The Sacrifice of Iphigenia, a fresco found in Pompeii

I was pondering this fatalistic worldview while I was at the gym the other day, watching my Stories. I watch Star Trek while I get my #steps in on the elliptical, it is the carrot I use to force myself to go to the gym. It works…sometimes. The point is, I was watching Star Trek and Data was singing Gilbert and Sullivan and it occurred to me that, while Star Trek is both highly literate and famously concerned with no-win scenarios, I could not recall any mention of the Greek tragedians or the canon of Greek tragedy.* As a man who is obsessed a little too concerned with demonstrating how well-read I am, this struck me as a real missed opportunity for the writers to score some deep cuts. My only conclusion is that Euripides, Sophocles, and Aeschylus must not appear on the curriculum at Starfleet Academy.

There is, unfortunately, what I believe to be strong evidence to support my pet theory that the Commandant of the Academy has struck the Tragedians from the reading list. In the episode “Peak Performance”, Data is soundly beaten at some sort of milking udder-based strategy game by a Third-level Grandmaster and descends into a deep funk, only able to be roused by Captain Picard telling him that to do everything right and still lose is not failure, but the human condition life. Data, a voracious student of human culture with perfect recall, would certainly have recognized this lesson from the humbling of Heracles, were he familiar with it. In Euripides’ Heracles the title character, in his moment of greatest triumph after completing his final Labor, is driven mad by Hera and kills his own family. As he sits in despair amidst the wreckage he is comforted by his friend Theseus, who tells him that the gods are not wiser or better than humanity, merely stronger. Data should also have learned this lesson from Marvel Studios’ The Avengers: Infinity War, in which Thanos the Mad Titan, having experienced this sort of dismaying defeat in the past, comprehensively but empathetically metes it out to the defenders of the Infinity Stones.** I suppose the Infinity Saga has been struck from the curriculum as well.  What’s more troubling is that Data didn’t even recall this lesson from the time he sat for the Kobayashi Maru, a test that is supposed to explicitly teach how to cope with failure and defeat. [It is possible that by the 24th century, the Kobayashi Maru test has also been removed from the curriculum. Like all tests, it only works if the contents are a surprise, and it having become a well-known shorthand for a no-win scenario negates its effectiveness.
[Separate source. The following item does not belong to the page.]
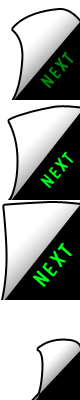
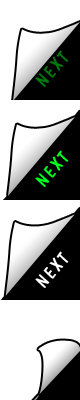
Two versions of the same layered image (w=80, h=400). Layer-by-layer changes:
painted on "Слой 4" over [0, 201, 80, 300]
painted on "Слой 3" over [3, 105, 80, 200]
painted on "Слой 2" over [11, 8, 80, 100]

Its function may now be served by the Psych Test portion of the Academy Entrance Exam, which is instead personalized to the applicant but similarly has no right answer and gauges the testee’s response to a dangerous scenario -KH]
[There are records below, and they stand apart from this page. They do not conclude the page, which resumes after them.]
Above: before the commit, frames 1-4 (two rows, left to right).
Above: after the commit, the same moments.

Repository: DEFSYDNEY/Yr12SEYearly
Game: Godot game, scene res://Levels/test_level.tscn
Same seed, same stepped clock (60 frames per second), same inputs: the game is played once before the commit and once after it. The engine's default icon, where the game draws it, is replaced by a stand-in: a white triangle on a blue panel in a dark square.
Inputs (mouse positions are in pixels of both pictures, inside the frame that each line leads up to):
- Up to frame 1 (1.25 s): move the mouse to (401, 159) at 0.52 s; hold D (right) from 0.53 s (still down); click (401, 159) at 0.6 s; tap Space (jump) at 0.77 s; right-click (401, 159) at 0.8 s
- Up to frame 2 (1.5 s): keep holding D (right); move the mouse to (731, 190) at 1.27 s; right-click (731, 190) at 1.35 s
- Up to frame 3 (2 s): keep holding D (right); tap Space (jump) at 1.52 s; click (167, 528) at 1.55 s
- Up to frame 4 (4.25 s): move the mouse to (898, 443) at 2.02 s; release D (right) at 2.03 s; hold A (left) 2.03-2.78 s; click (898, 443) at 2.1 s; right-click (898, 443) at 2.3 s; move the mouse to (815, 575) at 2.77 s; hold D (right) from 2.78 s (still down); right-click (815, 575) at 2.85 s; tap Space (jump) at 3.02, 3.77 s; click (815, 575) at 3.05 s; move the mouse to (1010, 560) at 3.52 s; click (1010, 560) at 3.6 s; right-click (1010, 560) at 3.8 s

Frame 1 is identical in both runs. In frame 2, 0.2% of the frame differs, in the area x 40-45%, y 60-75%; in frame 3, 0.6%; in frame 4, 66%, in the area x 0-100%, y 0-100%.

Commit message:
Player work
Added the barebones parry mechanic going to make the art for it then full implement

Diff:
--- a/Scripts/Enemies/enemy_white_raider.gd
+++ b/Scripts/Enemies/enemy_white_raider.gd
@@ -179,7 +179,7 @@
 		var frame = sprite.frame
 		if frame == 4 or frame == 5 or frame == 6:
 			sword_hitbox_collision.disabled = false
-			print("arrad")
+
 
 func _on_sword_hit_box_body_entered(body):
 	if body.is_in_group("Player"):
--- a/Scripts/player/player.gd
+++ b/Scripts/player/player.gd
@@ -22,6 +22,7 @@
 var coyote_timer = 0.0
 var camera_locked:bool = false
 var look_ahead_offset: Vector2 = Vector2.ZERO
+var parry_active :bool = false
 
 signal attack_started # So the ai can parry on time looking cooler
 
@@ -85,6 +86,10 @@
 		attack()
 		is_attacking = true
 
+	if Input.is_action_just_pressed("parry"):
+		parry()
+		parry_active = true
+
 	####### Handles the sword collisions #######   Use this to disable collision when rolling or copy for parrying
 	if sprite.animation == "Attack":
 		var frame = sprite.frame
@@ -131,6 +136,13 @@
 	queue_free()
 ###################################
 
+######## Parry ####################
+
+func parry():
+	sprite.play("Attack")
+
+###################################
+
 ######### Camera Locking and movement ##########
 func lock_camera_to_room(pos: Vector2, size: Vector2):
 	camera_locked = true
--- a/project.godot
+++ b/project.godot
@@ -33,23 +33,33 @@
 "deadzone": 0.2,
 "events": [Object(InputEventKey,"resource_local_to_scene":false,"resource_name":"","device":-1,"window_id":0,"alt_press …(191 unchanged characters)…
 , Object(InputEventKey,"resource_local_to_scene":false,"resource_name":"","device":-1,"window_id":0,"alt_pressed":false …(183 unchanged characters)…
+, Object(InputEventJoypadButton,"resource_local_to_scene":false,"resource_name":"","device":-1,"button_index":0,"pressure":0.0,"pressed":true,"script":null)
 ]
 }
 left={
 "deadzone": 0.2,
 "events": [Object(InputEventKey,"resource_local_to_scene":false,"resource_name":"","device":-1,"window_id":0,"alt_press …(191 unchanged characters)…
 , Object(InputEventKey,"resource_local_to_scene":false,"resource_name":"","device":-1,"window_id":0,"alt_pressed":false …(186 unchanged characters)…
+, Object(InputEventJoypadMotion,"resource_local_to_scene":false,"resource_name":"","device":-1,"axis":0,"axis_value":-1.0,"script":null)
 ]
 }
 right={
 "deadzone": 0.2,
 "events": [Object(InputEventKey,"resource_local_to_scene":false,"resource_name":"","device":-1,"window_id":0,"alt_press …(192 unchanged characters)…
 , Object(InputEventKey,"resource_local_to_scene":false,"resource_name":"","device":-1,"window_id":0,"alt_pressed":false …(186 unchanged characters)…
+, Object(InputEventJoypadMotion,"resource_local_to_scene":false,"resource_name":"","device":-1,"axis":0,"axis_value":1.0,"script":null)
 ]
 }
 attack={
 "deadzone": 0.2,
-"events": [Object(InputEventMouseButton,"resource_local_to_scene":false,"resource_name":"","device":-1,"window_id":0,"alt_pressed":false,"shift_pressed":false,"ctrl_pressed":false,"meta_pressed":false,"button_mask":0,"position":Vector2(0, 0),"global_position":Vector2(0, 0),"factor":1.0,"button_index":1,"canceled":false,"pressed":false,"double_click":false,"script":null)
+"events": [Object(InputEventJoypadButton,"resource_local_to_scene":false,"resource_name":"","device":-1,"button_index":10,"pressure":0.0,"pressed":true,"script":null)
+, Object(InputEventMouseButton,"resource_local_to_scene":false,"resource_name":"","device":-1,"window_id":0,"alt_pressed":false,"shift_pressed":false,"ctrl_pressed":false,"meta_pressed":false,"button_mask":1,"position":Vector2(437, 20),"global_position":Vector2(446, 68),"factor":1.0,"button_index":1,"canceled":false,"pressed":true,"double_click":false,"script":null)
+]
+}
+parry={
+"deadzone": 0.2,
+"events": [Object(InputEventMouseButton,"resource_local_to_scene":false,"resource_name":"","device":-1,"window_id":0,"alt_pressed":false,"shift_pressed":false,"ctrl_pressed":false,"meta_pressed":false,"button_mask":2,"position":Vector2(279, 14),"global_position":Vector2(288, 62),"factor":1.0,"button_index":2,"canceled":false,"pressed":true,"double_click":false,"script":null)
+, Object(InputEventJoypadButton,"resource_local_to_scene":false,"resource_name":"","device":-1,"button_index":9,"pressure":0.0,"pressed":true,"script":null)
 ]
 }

Foreground L-R: Brent Spiner as Commander Data, Glenn Morshower as Ensign Burke, Roy Brocksmith as Kolrami. Background center: Diana Muldaur as Doctor Pulaski, Marina Sirtis as Counselor Troi. From Paramount Pictures’ Star Trek: The Next Generation, Season 2 Episode 21, “Peak Performance”, 1989.

Star Trek is not shy about wearing its references on its sleeves. A dozen or more episodes have Shakespeare quotes as their title. More importantly, it is abundantly clear that it is the characters themselves, not merely the writers, who are so aggressively erudite. One presumably quite well-worn Complete Annotated Shakespeare serves as set-dressing in Picard’s ready room, Data’s quarters, and Khan’s shelter on Ceti Alpha V. There are multiple episodes in which characters are rehearsing or directly quoting Shakespeare to each other, because if you have access to Sir Patrick Stewart for your science fiction television program you should cram as much Shakespeare into his mouth as you can. The Enterprise, flagship of the Federation, hosts art classes, chamber concerts, and poetry readings, the Cerritos entertains salons and transcendental meditation, and the Discovery and NX-01 screen classic films. In The Wrath of Khan, Kirk, Spock, and Khan bandy back and forth quotes from A Tale of Two Cities and Moby-Dick, while in Deep Space Nine Sisko and Eddington trade barbs from Les Miserables. Captain Picard uses the epic of Gilgamesh to find common ground with the Children of Tama in one of the best episodes in the series’ history. Data and Geordi’s preferred holodeck recreation activity is Sherlock Holmes detective stories, while Picard unaccountably favors a deeply lame generic hardboiled detective series called Dixon Hill [presumably because Dashiell Hammett’s far superior Continental Op stories were still under copyright -KH] Riker is an amateur trombonist and jazz aficionado, a genre that his successor Captain Shaw scorns as overly loose and improvisational, favoring the structure and fidelity to form and meter of the Romantics. In one of my company-mates Jon Reynolds’ favorite episodes, noted schlemiel Lieutenant Junior Grade Reginald Endicott Barclay III has been cast as the title role in a production of Cyrano de Bergerac, a spectacularly incisive bit of casting by the Enterprise’s Chief Medical Officer and Performing Arts Chair Dr. Beverly Crusher. The nerds who comprise the officer corps of Starfleet are open about their interests and are not shy about indulging them. If they had been exposed to the Greeks, I strongly believe they would have mentioned it.

L-R: Tracee Cocco as Ensign Jae, Patrick Stewart as Jean-Luc Picard, Michael Dorn as Worf, Jonathan Frakes as William Riker, Marina Sirtis as Deanna Troi, Brent Spiner as Data. From Paramount Pictures’ Star Trek Generations, 1994.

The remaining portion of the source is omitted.